Essas células são identificadas pela presença da proteína CD25 e atuam como reguladoras da resposta imunológica. Experimentos realizados com camundongos mostraram que, quando essas células eram removidas, os animais desenvolviam doenças autoimunes graves, confirmando a importância desse mecanismo de controle.
O gene responsável pelo funcionamento das células reguladoras
O segundo avanço científico ocorreu em 2001, quando Mary Brunkow e Fred Ramsdell identificaram o gene responsável por controlar o funcionamento dessas células.
A descoberta foi publicada no artigo Identification of a gene that is required for maintenance of lymphocyte homeostasis, na revista científica Nature Genetics.
Durante os estudos, os cientistas investigaram camundongos com uma mutação genética rara conhecida como Scurfy. As análises revelaram que o problema estava relacionado a alterações no gene FOXP3.
Os pesquisadores constataram que, sem o funcionamento adequado desse gene, o organismo não consegue produzir células T reguladoras, o que provoca inflamações graves e descontrole do sistema imunológico.
Relação com doenças humanas
Também em 2001, os cientistas publicaram um novo estudo na revista Immunogenetics, intitulado A rare polyadenylation signal mutation of the FOXP3 gene leads to the IPEX syndrome.
A pesquisa demonstrou que o mesmo mecanismo identificado em animais também ocorre em humanos e explicou a origem da rara Síndrome IPEX.
A doença é causada por mutações no gene FOXP3 e provoca graves distúrbios autoimunes, incluindo diabetes neonatal e inflamações sistêmicas.
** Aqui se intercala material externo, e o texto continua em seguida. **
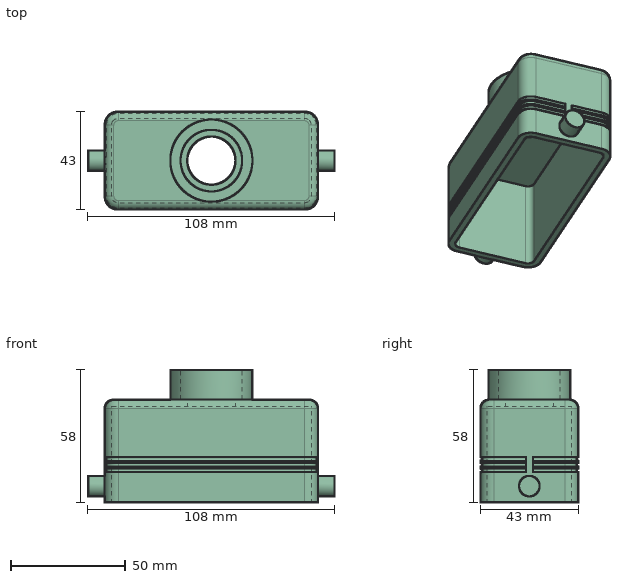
import cadquery as cq

body_length = 93.5
body_width = 43.0
body_height = 45.0
corner_radius = 6.0
top_edge_radius = 4.0
wall = 3.0

total_height = 58.0
collar_diameter = 36.0
counterbore_diameter = 27.0
entry_diameter = 21.0

overall_length = 108.0
pin_diameter = 9.0
pin_center_height = 7.1

groove_radius = 0.8
groove_pitch = 2.5
groove_count = 3
lowest_groove_height = 14.0
groove_gap = 3.0


def rounded_block(length, width, height, radius):
    """Block standing on Z = 0 with rounded vertical edges."""
    block = cq.Workplane("XY").box(length, width, height, centered=(True, True, False))
    return block.edges("|Z").fillet(radius)


def make_shell():
    outside = rounded_block(body_length, body_width, body_height, corner_radius)
    return outside.faces(">Z").edges().fillet(top_edge_radius)


def make_cavity():
    return rounded_block(
        body_length - 2 * wall,
        body_width - 2 * wall,
        body_height - wall,
        corner_radius - wall,
    )


def make_collar():
    roof_underside = body_height - wall
    return (
        cq.Workplane("XY")
        .workplane(offset=roof_underside)
        .circle(collar_diameter / 2)
        .extrude(total_height - roof_underside)
    )


def make_entry_bore():
    through_hole = cq.Workplane("XY").circle(entry_diameter / 2).extrude(total_height)
    counterbore = (
        cq.Workplane("XY")
        .workplane(offset=body_height)
        .circle(counterbore_diameter / 2)
        .extrude(total_height - body_height)
    )
    return through_hole.union(counterbore)


def make_pin(side):
    """Pin on the end face at +X (side = 1) or -X (side = -1), rooted inside the wall."""
    root = body_length / 2 - wall
    return (
        cq.Workplane("YZ", origin=(side * root, 0, pin_center_height))
        .circle(pin_diameter / 2)
        .extrude(side * (overall_length / 2 - root))
    )


def make_groove(height):
    """Round bar running around the body outline, with a gap in the middle of each end face."""
    outline = rounded_block(body_length, body_width, height, corner_radius).faces(">Z").wires().val()
    path_start = outline.startPoint()
    profile_plane = cq.Plane(origin=path_start.toTuple(), normal=outline.tangentAt(0).toTuple())
    ring = cq.Workplane(profile_plane).circle(groove_radius).sweep(cq.Workplane(outline))
    gap = cq.Workplane("XY").box(overall_length, groove_gap, 2 * body_height)
    return ring.cut(gap)


result = make_shell().union(make_collar())
for side in (-1, 1):
    result = result.union(make_pin(side))
for index in range(groove_count):
    result = result.cut(make_groove(lowest_groove_height + index * groove_pitch))
result = result.cut(make_cavity()).cut(make_entry_bore())

A descoberta confirmou que o gene atua como um regulador central da tolerância imunológica no organismo humano.
Avanços para a medicina
A identificação das células T reguladoras e do gene FOXP3 representou um avanço decisivo para a compreensão de diversas doenças autoimunes.
O conhecimento gerado por essas pesquisas contribui diretamente para o desenvolvimento de novos tratamentos para enfermidades como diabetes tipo 1, lúpus e artrite reumatoide, além de abrir caminhos para terapias imunológicas utilizadas em transplantes e no combate ao câncer.
Especialistas apontam que essas descobertas continuam influenciando pesquisas em todo o mundo, consolidando um dos marcos mais importantes da imunologia moderna.